BEGIN
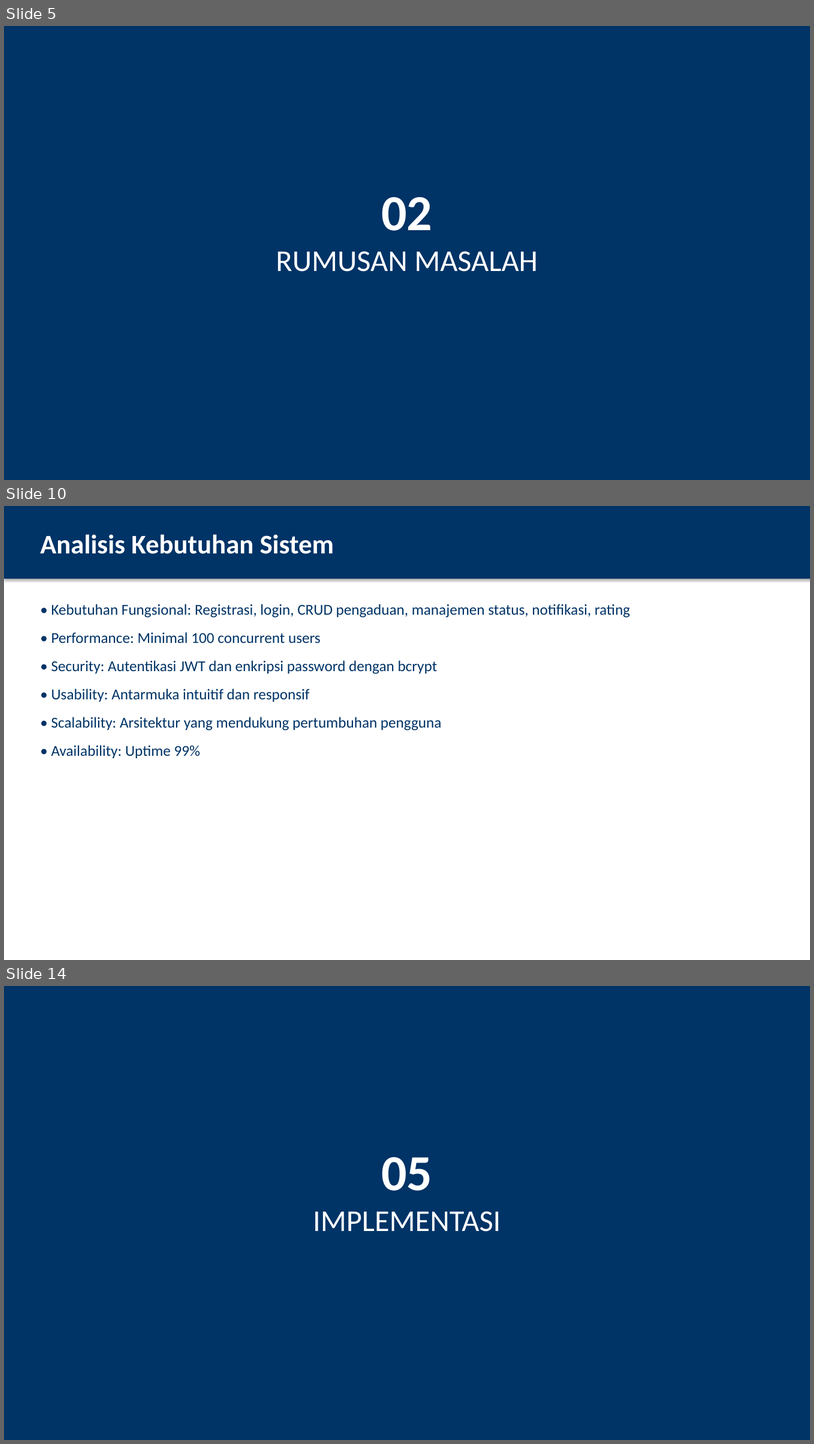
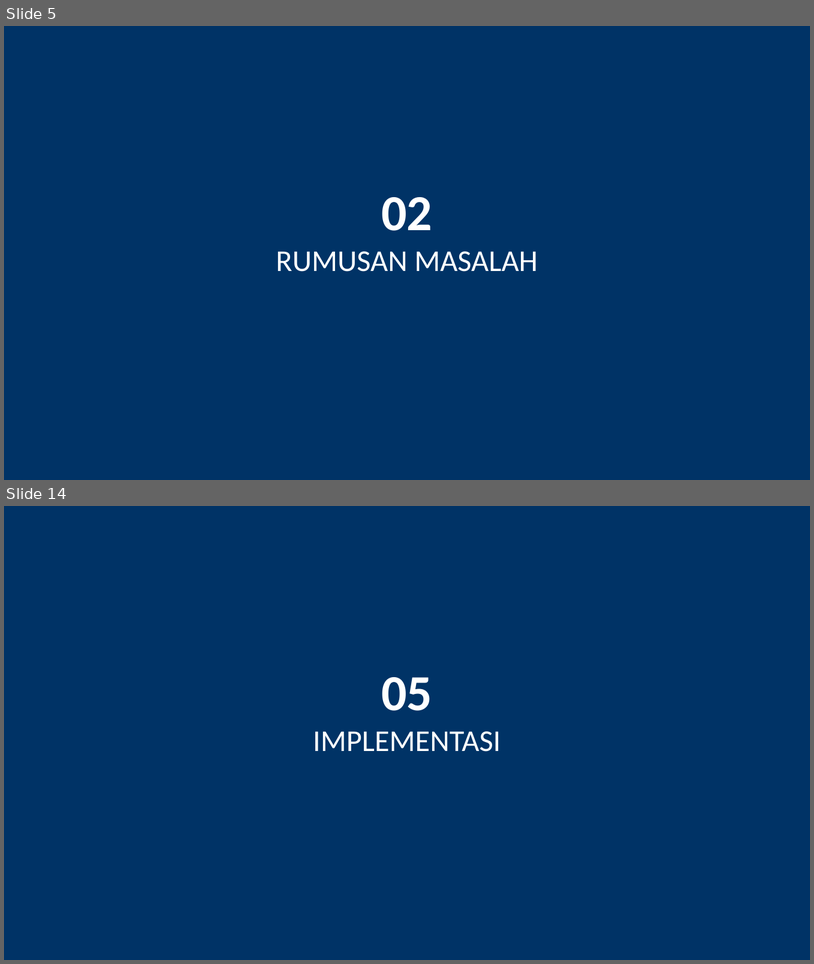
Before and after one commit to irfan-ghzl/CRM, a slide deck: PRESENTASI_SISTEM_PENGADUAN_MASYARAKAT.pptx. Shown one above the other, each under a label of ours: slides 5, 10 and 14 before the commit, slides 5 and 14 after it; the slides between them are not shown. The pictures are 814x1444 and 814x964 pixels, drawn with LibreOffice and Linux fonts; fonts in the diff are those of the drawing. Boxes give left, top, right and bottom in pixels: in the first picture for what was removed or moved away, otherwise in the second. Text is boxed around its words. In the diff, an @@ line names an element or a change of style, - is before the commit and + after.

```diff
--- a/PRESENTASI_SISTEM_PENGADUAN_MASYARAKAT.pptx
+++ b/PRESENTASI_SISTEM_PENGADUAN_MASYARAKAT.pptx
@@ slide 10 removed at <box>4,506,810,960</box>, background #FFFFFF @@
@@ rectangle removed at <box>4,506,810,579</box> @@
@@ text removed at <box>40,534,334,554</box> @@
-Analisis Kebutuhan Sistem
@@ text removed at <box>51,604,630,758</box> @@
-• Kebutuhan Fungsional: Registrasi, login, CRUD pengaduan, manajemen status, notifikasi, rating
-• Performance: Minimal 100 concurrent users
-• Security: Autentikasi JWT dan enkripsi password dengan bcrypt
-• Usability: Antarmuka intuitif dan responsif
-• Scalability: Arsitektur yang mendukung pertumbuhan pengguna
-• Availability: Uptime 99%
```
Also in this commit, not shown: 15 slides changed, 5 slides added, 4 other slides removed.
END
**Work request**
In your copy of the entries above, keep the text exact and leave out the pictures.

**Your solution**
Before and after one commit to irfan-ghzl/CRM, a slide deck: PRESENTASI_SISTEM_PENGADUAN_MASYARAKAT.pptx. Shown one above the other, each under a label of ours: slides 5, 10 and 14 before the commit, slides 5 and 14 after it; the slides between them are not shown. The pictures are 814x1444 and 814x964 pixels, drawn with LibreOffice and Linux fonts; fonts in the diff are those of the drawing. Boxes give left, top, right and bottom in pixels: in the first picture for what was removed or moved away, otherwise in the second. Text is boxed around its words. In the diff, an @@ line names an element or a change of style, - is before the commit and + after.

```diff
--- a/PRESENTASI_SISTEM_PENGADUAN_MASYARAKAT.pptx
+++ b/PRESENTASI_SISTEM_PENGADUAN_MASYARAKAT.pptx
@@ slide 10 removed at <box>4,506,810,960</box>, background #FFFFFF @@
@@ rectangle removed at <box>4,506,810,579</box> @@
@@ text removed at <box>40,534,334,554</box> @@
-Analisis Kebutuhan Sistem
@@ text removed at <box>51,604,630,758</box> @@
-• Kebutuhan Fungsional: Registrasi, login, CRUD pengaduan, manajemen status, notifikasi, rating
-• Performance: Minimal 100 concurrent users
-• Security: Autentikasi JWT dan enkripsi password dengan bcrypt
-• Usability: Antarmuka intuitif dan responsif
-• Scalability: Arsitektur yang mendukung pertumbuhan pengguna
-• Availability: Uptime 99%
```
Also in this commit, not shown: 15 slides changed, 5 slides added, 4 other slides removed.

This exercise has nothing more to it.